A: 7.125 (7.1) 0.025 B: 0.763 (0.8) 0.037 C: 7.967 (7.9) 0.067 D: 6.331 (6.3) 0.031 E: 0.829 (0.8) 0.029 F: 16.384 (16.4) 0.016 G: 16.249 (16.3) 0.051 H: 16.747 (16.8) 0.053 I: 18.328 (18.3) 0.028 Total heat flux: 9.534 (9.5) W/m heat flux difference: 0.034 W/m
Grid sensitivity study
In this case, a grid sensitivity study was also performed. The results are shown as examples for selected points. A calculation was performed for each grid variation. Variation studies have shown that, here too, the stretch factor has no significant influence on the results. Thus, in the following discussion, only the minimum element thicknesses at the edge are considered, and all grid variants are generated with a stretch factor of 1.51.
The minimum element thickness in mm is plotted on the x-axis, and the y-axis shows the temperature differences (relative to the reference temperatures) at selected sensor points in K. The minimum element thickness plays a very important role in mesh generation, as the component is traversed by a highly heat-conductive aluminum sheet, which has a major influence on the temperature distribution. Therefore, a very fine mesh must be selected in the area where the sheet is located in order to obtain the most accurate results possible. For this reason, the minimum element thickness at the edge or at material layer boundaries was varied between 10 mm and 0.05 mm. As can be easily seen in the diagram, the results below 0.2 mm no longer change significantly, whereas from 10 mm to 0.5 mm there are sometimes drastic differences in the calculated temperatures for individual points.

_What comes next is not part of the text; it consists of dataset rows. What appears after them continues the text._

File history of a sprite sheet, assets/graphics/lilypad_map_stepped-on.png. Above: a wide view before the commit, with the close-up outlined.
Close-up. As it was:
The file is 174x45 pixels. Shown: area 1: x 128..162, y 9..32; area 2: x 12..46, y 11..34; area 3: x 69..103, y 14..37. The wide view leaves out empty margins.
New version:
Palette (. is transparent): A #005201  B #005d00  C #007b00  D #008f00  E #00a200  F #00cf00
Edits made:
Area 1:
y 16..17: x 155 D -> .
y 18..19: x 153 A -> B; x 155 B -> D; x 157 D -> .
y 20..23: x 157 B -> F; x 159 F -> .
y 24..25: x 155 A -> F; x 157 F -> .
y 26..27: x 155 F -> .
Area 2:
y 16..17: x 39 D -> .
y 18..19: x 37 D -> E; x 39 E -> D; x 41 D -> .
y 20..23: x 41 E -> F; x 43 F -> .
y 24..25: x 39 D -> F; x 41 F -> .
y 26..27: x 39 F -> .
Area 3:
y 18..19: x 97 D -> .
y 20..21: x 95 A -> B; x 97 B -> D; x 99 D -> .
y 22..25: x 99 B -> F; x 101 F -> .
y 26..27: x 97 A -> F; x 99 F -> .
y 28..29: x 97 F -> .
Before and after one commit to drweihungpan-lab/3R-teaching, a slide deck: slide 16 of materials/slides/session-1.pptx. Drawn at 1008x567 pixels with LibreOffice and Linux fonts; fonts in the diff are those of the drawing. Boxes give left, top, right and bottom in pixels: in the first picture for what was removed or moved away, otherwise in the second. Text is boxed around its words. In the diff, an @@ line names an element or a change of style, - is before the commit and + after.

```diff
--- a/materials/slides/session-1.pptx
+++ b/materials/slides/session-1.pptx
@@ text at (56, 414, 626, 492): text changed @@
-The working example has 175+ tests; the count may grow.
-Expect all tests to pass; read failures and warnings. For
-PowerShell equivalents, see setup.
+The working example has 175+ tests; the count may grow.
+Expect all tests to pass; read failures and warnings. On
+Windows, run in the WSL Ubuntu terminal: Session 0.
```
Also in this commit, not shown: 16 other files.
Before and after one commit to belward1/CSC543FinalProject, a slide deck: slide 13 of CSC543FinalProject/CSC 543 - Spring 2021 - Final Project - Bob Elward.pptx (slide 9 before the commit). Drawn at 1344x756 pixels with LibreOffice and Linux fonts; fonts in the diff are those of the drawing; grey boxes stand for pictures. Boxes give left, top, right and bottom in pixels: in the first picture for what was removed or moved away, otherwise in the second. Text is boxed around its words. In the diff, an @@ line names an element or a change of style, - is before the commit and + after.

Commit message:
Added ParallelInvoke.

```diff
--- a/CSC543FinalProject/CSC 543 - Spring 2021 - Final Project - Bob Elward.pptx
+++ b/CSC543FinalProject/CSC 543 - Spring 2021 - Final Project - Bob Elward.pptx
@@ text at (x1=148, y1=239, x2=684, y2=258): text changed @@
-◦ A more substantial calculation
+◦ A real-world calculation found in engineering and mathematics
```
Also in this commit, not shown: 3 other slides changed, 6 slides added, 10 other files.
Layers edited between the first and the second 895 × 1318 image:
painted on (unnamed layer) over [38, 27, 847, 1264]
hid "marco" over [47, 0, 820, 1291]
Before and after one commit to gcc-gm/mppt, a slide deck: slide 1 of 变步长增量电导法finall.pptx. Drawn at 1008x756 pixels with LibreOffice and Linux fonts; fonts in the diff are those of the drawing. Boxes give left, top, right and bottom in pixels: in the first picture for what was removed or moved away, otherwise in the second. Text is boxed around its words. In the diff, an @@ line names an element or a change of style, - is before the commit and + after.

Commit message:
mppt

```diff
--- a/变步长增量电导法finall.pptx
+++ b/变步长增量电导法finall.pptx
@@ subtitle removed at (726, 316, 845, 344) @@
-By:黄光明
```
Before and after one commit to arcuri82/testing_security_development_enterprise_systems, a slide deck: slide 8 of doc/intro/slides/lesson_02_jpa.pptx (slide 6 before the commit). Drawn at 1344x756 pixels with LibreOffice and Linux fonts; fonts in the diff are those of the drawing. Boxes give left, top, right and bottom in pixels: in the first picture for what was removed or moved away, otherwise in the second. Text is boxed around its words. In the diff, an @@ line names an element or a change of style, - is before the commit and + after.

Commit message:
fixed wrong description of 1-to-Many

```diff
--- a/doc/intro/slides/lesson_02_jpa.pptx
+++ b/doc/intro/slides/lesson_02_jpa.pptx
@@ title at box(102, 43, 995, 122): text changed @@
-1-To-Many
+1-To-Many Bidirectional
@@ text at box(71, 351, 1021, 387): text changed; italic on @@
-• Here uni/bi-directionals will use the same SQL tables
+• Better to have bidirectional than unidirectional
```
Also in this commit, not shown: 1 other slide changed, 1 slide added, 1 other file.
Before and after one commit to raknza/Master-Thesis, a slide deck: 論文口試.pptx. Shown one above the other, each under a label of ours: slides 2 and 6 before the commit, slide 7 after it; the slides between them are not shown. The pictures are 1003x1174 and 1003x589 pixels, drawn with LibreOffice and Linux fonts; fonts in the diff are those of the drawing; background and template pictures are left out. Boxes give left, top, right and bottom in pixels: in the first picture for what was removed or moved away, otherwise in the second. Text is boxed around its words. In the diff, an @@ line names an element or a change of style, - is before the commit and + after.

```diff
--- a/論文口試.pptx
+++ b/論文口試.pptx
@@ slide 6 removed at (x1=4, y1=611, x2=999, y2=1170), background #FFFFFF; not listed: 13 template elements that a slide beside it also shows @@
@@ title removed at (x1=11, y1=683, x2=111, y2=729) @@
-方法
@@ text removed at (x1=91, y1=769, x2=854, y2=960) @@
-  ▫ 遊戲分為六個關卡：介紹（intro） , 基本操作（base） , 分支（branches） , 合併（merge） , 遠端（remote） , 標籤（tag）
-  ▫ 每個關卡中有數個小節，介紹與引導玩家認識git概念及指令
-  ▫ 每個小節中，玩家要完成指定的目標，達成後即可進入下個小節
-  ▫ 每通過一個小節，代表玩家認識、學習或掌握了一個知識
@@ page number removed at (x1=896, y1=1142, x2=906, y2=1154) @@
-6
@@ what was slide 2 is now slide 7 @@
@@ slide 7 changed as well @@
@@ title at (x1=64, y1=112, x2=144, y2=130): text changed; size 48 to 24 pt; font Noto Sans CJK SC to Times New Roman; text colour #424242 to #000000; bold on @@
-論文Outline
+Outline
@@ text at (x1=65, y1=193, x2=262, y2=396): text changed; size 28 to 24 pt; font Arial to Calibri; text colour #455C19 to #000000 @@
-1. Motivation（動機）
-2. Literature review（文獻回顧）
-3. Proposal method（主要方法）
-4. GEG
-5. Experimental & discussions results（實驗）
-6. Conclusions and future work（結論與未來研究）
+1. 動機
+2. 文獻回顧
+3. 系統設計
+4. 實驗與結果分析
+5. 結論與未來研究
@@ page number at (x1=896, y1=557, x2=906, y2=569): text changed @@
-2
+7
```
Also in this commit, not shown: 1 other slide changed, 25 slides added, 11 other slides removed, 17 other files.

The strong influence of the element thickness at the edge or at component boundaries on the accuracy of the result can be explained by the numerical implementation of the boundary condition. In the control volume method used in DELPHIN, a single state is defined for each element. This means that no distribution of conservation quantities within the element is described. The temperature at the edge of the element is therefore assumed to be the same as at the center of the element. In the case of strong temperature gradients at the edge, this leads to an error that is directly proportional to the element size at the edge. Therefore, small grid elements should always be used in areas with strong temperature gradients.